Tuesday, April 17, 2018

Quick Sips - Nightmare #67

Horror comes with a second person perspective in the April offerings from Nightmare Magazine. And, like a lot of great SFF horror, these stories are largely about fear. In one, how a being that strikes fear into almost everyone that they come across is made to feel a bit of themself. In the other, how a person who has felt fear for most of their life finds themself in a position where all that training is paying off in the face of something huge and terrifying. It’s a nice one-two punch when it comes to stories, the first a bit more meandering and slow, the second immediate and intense. And both do a nice job of examining fear and how we experience it. To the reviews!

Art by Sean Gladwell / Fotolia
Stories:

“Pitcher Plant” by Adam-Troy Castro (6145 words)

No Spoilers: Told in second person, you are a thief faced with a house designed to be difficult to break into. At every turn, you are warned away, told you are not welcome, and yet you push further. Further. You meet people from your path, but the real person that you seek always seems just a little bit further. The piece is heavy with its prose and light with its dialogue, delivering mostly descriptions of the house and what it contains with scenes from a past that seems to stretch infinitely back. Your true nature, and what game is really being played, really doing get fully revealed until the end, at which point there’s a momentum that can’t be stopped, a catastrophe that snaps into place.
Keywords: Death, Revenge, Traps, Theft, Obstacles
Review: So a story with Death (or some similar deity) as its main character can go in a lot of directions, and I like that the character is depicted as a thief here, that the focus is kept very keenly on the way that death isn’t fair, isn’t caring. The way that death comes for everyone. Except that this one person has evaded death for a long, long time, and built this house. The hows and whys are a bit hazy here, too, because if Death is a physical person then it sort of demands how death can exist in two places at once, but that aside I like the slow build of the story, the way that things seem rather human at first and then grow less and less so. They way that we as readers get to see the arrogance with which Death operates, and the brutality which Death condones. It’s a story of revenge in many ways and as such it’s a somewhat conflicting read—Death’s adversary really doesn’t seem any more noble than Death does, so to me it’s something of a story with no one really to root for. Just a series of people trapped in a moment. Literally and figuratively unable to get past this point of death because they don’t to face what comes next. Which, it turns out, applies to Death as well, who is terrified at the thought of being trapped, of being stuck. It’s a weird story and a dark one, plodding forward with a goal in mind only to find the carpet yanked out from under its feet.

“Don’t Pack Hope” by Emma Osborne (1881 words)

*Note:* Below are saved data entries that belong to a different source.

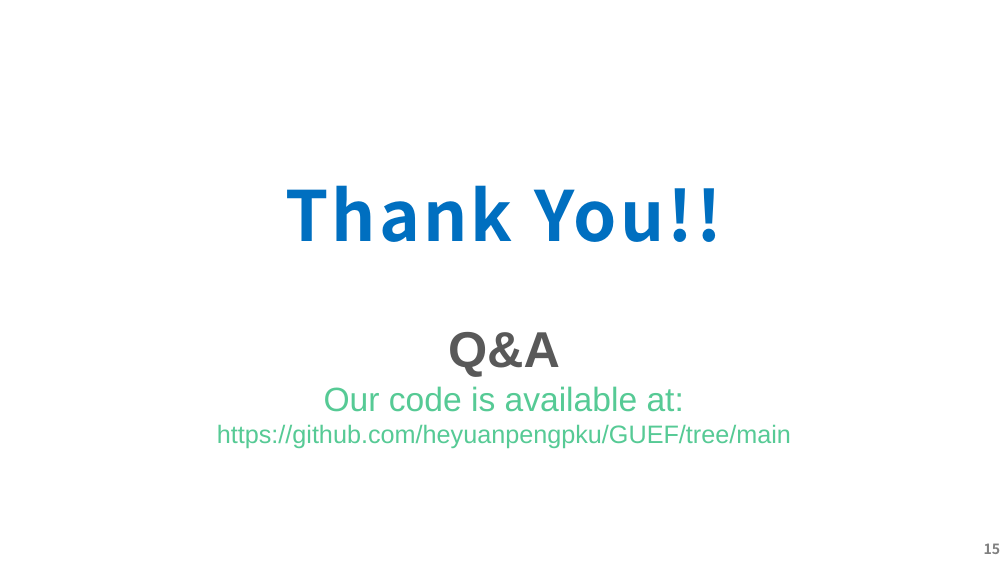
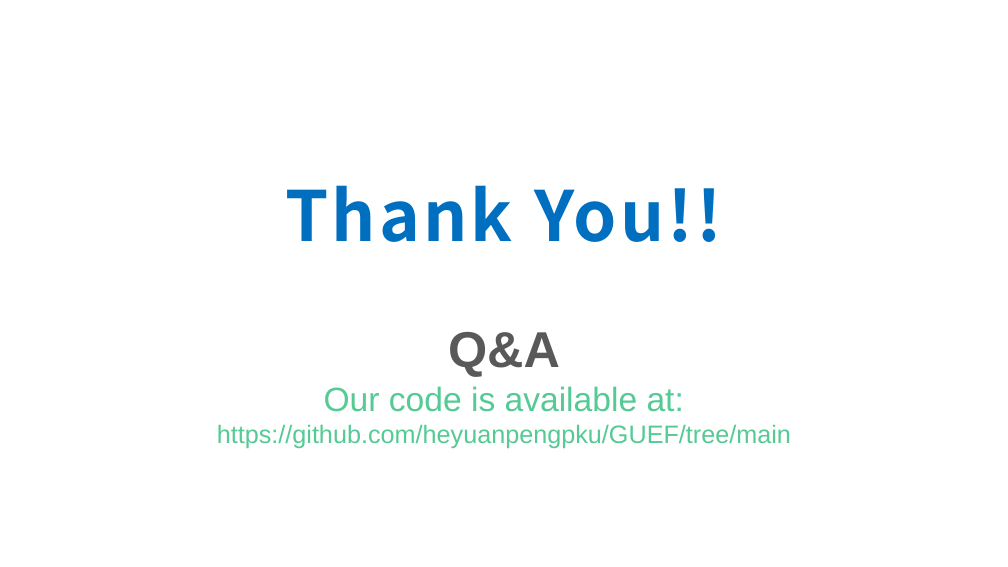
Before and after one commit to cmpun/cmpun.github.io, a slide deck: slide 15 of icassp.pptx. Drawn at 1008x567 pixels with LibreOffice and Linux fonts; fonts in the diff are those of the drawing. Boxes give left, top, right and bottom in pixels: in the first picture for what was removed or moved away, otherwise in the second. Text is boxed around its words. In the diff, an @@ line names an element or a change of style, - is before the commit and + after.

```diff
--- a/icassp.pptx
+++ b/icassp.pptx
@@ page number removed at (984, 543, 1001, 554) @@
-15
```
Also in this commit, not shown: 2 other slides changed, 1 other file.

No Spoilers: A person prepares to make a break for the relative safety of the countryside after a zombie outbreak has left Melbourne firmly held by the horde. The story is told in second person and features a voice that is on the verge of a great many things, trying to stay in control, trying to stay focused on what needs to happen next. The piece delves into what makes you someone in some ways prepared for this apocalypse, vulnerable and so always looking for places to hide, always aware of the dangers around you. It’s a tense, almost claustrophobic story, about having to decide what to bring with on the trip to try and escape, to try and reach a sanctuary you don’t even know exists. It’s about the dangers of hope, but also the inevitability of it, about the things we tell ourselves to keep going, and how much they mean.
Keywords: Zombies, Trans MC, Survival, Hope, Travel
Review: This is a heart wrenching piece, finding the main character (you) in a situation where you have to pick what to pack. Having to balance the very practical needs (testosterone, food, first aid) with those things that are more for comfort. And, really, the story is about fear and about taking the steps necessary to go out and do something that is risky, that is frightening. And yet the main character has already been prepared for something like this, has already come out and then gone forward with treatment and surgery. Which, for all that those things tend to be affirming and good, are no less difficult for it. Those things still require running a gamut of professionals and tests and waiting periods and hate and bigotry—they require having a hope that things will get better, even when things feel like they’re hopeless, like life is an exercise in walking through a hostile landscape where death or worse is constantly possible. And I just love how the story sets that up, the character finding strength in the letter that you wrote yourself when you were younger, urging you onward. The story focuses on how hope is dangerous, and how you often can’t afford it, but how it gets you going and keeps you going all the same. That even when you fear, you keep going. And it is just a wonderfully beautiful story that you should go out and read immediately. IMMEDIATELY! It’s an amazing read!